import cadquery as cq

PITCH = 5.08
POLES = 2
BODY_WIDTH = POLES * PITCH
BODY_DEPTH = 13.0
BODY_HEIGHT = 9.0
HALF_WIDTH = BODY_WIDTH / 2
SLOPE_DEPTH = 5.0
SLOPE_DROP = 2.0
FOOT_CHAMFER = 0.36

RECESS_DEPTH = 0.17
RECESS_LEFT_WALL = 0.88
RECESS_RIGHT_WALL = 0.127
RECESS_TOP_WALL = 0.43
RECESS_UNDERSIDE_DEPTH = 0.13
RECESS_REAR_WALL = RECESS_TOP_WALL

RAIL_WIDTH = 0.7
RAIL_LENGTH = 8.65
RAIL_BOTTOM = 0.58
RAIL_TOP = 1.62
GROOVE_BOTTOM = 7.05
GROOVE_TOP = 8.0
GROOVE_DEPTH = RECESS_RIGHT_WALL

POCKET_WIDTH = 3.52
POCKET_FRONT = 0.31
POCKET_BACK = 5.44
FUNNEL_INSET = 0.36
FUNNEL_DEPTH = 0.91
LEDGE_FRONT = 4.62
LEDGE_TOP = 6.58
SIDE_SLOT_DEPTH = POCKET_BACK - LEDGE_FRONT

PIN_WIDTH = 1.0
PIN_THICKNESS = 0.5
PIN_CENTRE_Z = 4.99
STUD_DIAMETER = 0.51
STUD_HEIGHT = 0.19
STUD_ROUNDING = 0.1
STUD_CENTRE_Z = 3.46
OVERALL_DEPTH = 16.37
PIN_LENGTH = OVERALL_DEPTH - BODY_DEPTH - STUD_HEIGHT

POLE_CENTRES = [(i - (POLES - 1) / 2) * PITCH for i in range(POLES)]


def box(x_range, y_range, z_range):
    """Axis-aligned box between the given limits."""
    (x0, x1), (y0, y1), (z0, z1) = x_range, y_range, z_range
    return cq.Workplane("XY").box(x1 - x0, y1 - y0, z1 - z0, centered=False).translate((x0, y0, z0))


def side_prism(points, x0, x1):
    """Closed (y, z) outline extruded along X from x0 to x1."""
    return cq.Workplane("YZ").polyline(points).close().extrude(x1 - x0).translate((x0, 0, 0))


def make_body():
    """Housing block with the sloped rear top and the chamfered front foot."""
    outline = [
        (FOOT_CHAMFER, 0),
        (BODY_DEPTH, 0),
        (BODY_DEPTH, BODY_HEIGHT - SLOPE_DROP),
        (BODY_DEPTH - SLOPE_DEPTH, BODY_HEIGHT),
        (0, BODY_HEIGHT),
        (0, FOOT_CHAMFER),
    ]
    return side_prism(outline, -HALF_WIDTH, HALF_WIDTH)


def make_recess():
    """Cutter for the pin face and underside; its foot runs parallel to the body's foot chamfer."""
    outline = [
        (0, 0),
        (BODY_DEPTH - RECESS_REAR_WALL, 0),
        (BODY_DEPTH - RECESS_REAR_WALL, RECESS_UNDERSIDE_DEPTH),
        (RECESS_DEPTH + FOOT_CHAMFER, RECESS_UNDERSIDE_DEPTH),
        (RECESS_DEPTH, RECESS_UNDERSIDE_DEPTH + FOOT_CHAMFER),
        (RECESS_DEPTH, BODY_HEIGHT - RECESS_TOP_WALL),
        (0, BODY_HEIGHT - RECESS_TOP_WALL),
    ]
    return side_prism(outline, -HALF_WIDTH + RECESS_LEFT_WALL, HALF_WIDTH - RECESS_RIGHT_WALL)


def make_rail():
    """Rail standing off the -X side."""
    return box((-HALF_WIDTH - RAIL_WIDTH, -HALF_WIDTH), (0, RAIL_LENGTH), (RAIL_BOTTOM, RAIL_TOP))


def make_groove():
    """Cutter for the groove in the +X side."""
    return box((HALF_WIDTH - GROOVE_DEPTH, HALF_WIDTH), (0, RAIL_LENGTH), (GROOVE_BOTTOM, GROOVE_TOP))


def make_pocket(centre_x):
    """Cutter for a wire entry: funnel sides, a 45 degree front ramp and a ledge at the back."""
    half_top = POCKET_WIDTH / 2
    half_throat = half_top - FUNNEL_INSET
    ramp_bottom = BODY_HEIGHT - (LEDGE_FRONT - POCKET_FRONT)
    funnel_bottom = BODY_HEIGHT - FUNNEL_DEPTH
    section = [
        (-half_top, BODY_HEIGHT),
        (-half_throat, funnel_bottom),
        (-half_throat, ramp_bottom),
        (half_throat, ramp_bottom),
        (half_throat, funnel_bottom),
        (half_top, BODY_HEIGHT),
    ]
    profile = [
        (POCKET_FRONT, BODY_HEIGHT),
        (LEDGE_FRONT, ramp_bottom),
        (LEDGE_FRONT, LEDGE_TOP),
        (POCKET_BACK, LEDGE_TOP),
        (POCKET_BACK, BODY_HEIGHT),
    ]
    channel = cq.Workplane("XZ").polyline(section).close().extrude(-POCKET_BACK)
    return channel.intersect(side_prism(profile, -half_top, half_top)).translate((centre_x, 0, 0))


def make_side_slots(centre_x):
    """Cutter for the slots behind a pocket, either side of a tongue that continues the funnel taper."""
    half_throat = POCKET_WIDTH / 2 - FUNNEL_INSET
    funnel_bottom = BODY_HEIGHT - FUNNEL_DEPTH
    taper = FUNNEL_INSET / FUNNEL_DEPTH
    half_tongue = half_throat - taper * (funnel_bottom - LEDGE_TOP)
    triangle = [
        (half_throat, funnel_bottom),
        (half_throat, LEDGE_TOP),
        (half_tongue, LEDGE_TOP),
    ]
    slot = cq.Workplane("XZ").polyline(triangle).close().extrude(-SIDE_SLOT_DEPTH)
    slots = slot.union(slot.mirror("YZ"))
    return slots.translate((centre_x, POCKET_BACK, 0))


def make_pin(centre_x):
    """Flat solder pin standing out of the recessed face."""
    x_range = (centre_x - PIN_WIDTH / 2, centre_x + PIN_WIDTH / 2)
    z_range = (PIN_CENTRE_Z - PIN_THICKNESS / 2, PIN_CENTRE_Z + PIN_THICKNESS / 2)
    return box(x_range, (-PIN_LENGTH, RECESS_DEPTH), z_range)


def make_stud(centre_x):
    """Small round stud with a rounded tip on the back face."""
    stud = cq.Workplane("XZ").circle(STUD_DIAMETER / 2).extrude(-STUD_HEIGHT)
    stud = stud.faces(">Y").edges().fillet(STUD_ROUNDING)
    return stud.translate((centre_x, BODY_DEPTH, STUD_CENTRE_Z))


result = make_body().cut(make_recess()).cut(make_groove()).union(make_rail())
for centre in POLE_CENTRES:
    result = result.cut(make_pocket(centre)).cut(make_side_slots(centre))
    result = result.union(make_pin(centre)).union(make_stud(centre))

> [Task description]: Please return the records above exactly as they are written.

> [Result for this task]:
import cadquery as cq

PITCH = 5.08
POLES = 2
BODY_WIDTH = POLES * PITCH
BODY_DEPTH = 13.0
BODY_HEIGHT = 9.0
HALF_WIDTH = BODY_WIDTH / 2
SLOPE_DEPTH = 5.0
SLOPE_DROP = 2.0
FOOT_CHAMFER = 0.36

RECESS_DEPTH = 0.17
RECESS_LEFT_WALL = 0.88
RECESS_RIGHT_WALL = 0.127
RECESS_TOP_WALL = 0.43
RECESS_UNDERSIDE_DEPTH = 0.13
RECESS_REAR_WALL = RECESS_TOP_WALL

RAIL_WIDTH = 0.7
RAIL_LENGTH = 8.65
RAIL_BOTTOM = 0.58
RAIL_TOP = 1.62
GROOVE_BOTTOM = 7.05
GROOVE_TOP = 8.0
GROOVE_DEPTH = RECESS_RIGHT_WALL

POCKET_WIDTH = 3.52
POCKET_FRONT = 0.31
POCKET_BACK = 5.44
FUNNEL_INSET = 0.36
FUNNEL_DEPTH = 0.91
LEDGE_FRONT = 4.62
LEDGE_TOP = 6.58
SIDE_SLOT_DEPTH = POCKET_BACK - LEDGE_FRONT

PIN_WIDTH = 1.0
PIN_THICKNESS = 0.5
PIN_CENTRE_Z = 4.99
STUD_DIAMETER = 0.51
STUD_HEIGHT = 0.19
STUD_ROUNDING = 0.1
STUD_CENTRE_Z = 3.46
OVERALL_DEPTH = 16.37
PIN_LENGTH = OVERALL_DEPTH - BODY_DEPTH - STUD_HEIGHT

POLE_CENTRES = [(i - (POLES - 1) / 2) * PITCH for i in range(POLES)]


def box(x_range, y_range, z_range):
    """Axis-aligned box between the given limits."""
    (x0, x1), (y0, y1), (z0, z1) = x_range, y_range, z_range
    return cq.Workplane("XY").box(x1 - x0, y1 - y0, z1 - z0, centered=False).translate((x0, y0, z0))


def side_prism(points, x0, x1):
    """Closed (y, z) outline extruded along X from x0 to x1."""
    return cq.Workplane("YZ").polyline(points).close().extrude(x1 - x0).translate((x0, 0, 0))


def make_body():
    """Housing block with the sloped rear top and the chamfered front foot."""
    outline = [
        (FOOT_CHAMFER, 0),
        (BODY_DEPTH, 0),
        (BODY_DEPTH, BODY_HEIGHT - SLOPE_DROP),
        (BODY_DEPTH - SLOPE_DEPTH, BODY_HEIGHT),
        (0, BODY_HEIGHT),
        (0, FOOT_CHAMFER),
    ]
    return side_prism(outline, -HALF_WIDTH, HALF_WIDTH)


def make_recess():
    """Cutter for the pin face and underside; its foot runs parallel to the body's foot chamfer."""
    outline = [
        (0, 0),
        (BODY_DEPTH - RECESS_REAR_WALL, 0),
        (BODY_DEPTH - RECESS_REAR_WALL, RECESS_UNDERSIDE_DEPTH),
        (RECESS_DEPTH + FOOT_CHAMFER, RECESS_UNDERSIDE_DEPTH),
        (RECESS_DEPTH, RECESS_UNDERSIDE_DEPTH + FOOT_CHAMFER),
        (RECESS_DEPTH, BODY_HEIGHT - RECESS_TOP_WALL),
        (0, BODY_HEIGHT - RECESS_TOP_WALL),
    ]
    return side_prism(outline, -HALF_WIDTH + RECESS_LEFT_WALL, HALF_WIDTH - RECESS_RIGHT_WALL)


def make_rail():
    """Rail standing off the -X side."""
    return box((-HALF_WIDTH - RAIL_WIDTH, -HALF_WIDTH), (0, RAIL_LENGTH), (RAIL_BOTTOM, RAIL_TOP))


def make_groove():
    """Cutter for the groove in the +X side."""
    return box((HALF_WIDTH - GROOVE_DEPTH, HALF_WIDTH), (0, RAIL_LENGTH), (GROOVE_BOTTOM, GROOVE_TOP))


def make_pocket(centre_x):
    """Cutter for a wire entry: funnel sides, a 45 degree front ramp and a ledge at the back."""
    half_top = POCKET_WIDTH / 2
    half_throat = half_top - FUNNEL_INSET
    ramp_bottom = BODY_HEIGHT - (LEDGE_FRONT - POCKET_FRONT)
    funnel_bottom = BODY_HEIGHT - FUNNEL_DEPTH
    section = [
        (-half_top, BODY_HEIGHT),
        (-half_throat, funnel_bottom),
        (-half_throat, ramp_bottom),
        (half_throat, ramp_bottom),
        (half_throat, funnel_bottom),
        (half_top, BODY_HEIGHT),
    ]
    profile = [
        (POCKET_FRONT, BODY_HEIGHT),
        (LEDGE_FRONT, ramp_bottom),
        (LEDGE_FRONT, LEDGE_TOP),
        (POCKET_BACK, LEDGE_TOP),
        (POCKET_BACK, BODY_HEIGHT),
    ]
    channel = cq.Workplane("XZ").polyline(section).close().extrude(-POCKET_BACK)
    return channel.intersect(side_prism(profile, -half_top, half_top)).translate((centre_x, 0, 0))


def make_side_slots(centre_x):
    """Cutter for the slots behind a pocket, either side of a tongue that continues the funnel taper."""
    half_throat = POCKET_WIDTH / 2 - FUNNEL_INSET
    funnel_bottom = BODY_HEIGHT - FUNNEL_DEPTH
    taper = FUNNEL_INSET / FUNNEL_DEPTH
    half_tongue = half_throat - taper * (funnel_bottom - LEDGE_TOP)
    triangle = [
        (half_throat, funnel_bottom),
        (half_throat, LEDGE_TOP),
        (half_tongue, LEDGE_TOP),
    ]
    slot = cq.Workplane("XZ").polyline(triangle).close().extrude(-SIDE_SLOT_DEPTH)
    slots = slot.union(slot.mirror("YZ"))
    return slots.translate((centre_x, POCKET_BACK, 0))


def make_pin(centre_x):
    """Flat solder pin standing out of the recessed face."""
    x_range = (centre_x - PIN_WIDTH / 2, centre_x + PIN_WIDTH / 2)
    z_range = (PIN_CENTRE_Z - PIN_THICKNESS / 2, PIN_CENTRE_Z + PIN_THICKNESS / 2)
    return box(x_range, (-PIN_LENGTH, RECESS_DEPTH), z_range)


def make_stud(centre_x):
    """Small round stud with a rounded tip on the back face."""
    stud = cq.Workplane("XZ").circle(STUD_DIAMETER / 2).extrude(-STUD_HEIGHT)
    stud = stud.faces(">Y").edges().fillet(STUD_ROUNDING)
    return stud.translate((centre_x, BODY_DEPTH, STUD_CENTRE_Z))


result = make_body().cut(make_recess()).cut(make_groove()).union(make_rail())
for centre in POLE_CENTRES:
    result = result.cut(make_pocket(centre)).cut(make_side_slots(centre))
    result = result.union(make_pin(centre)).union(make_stud(centre))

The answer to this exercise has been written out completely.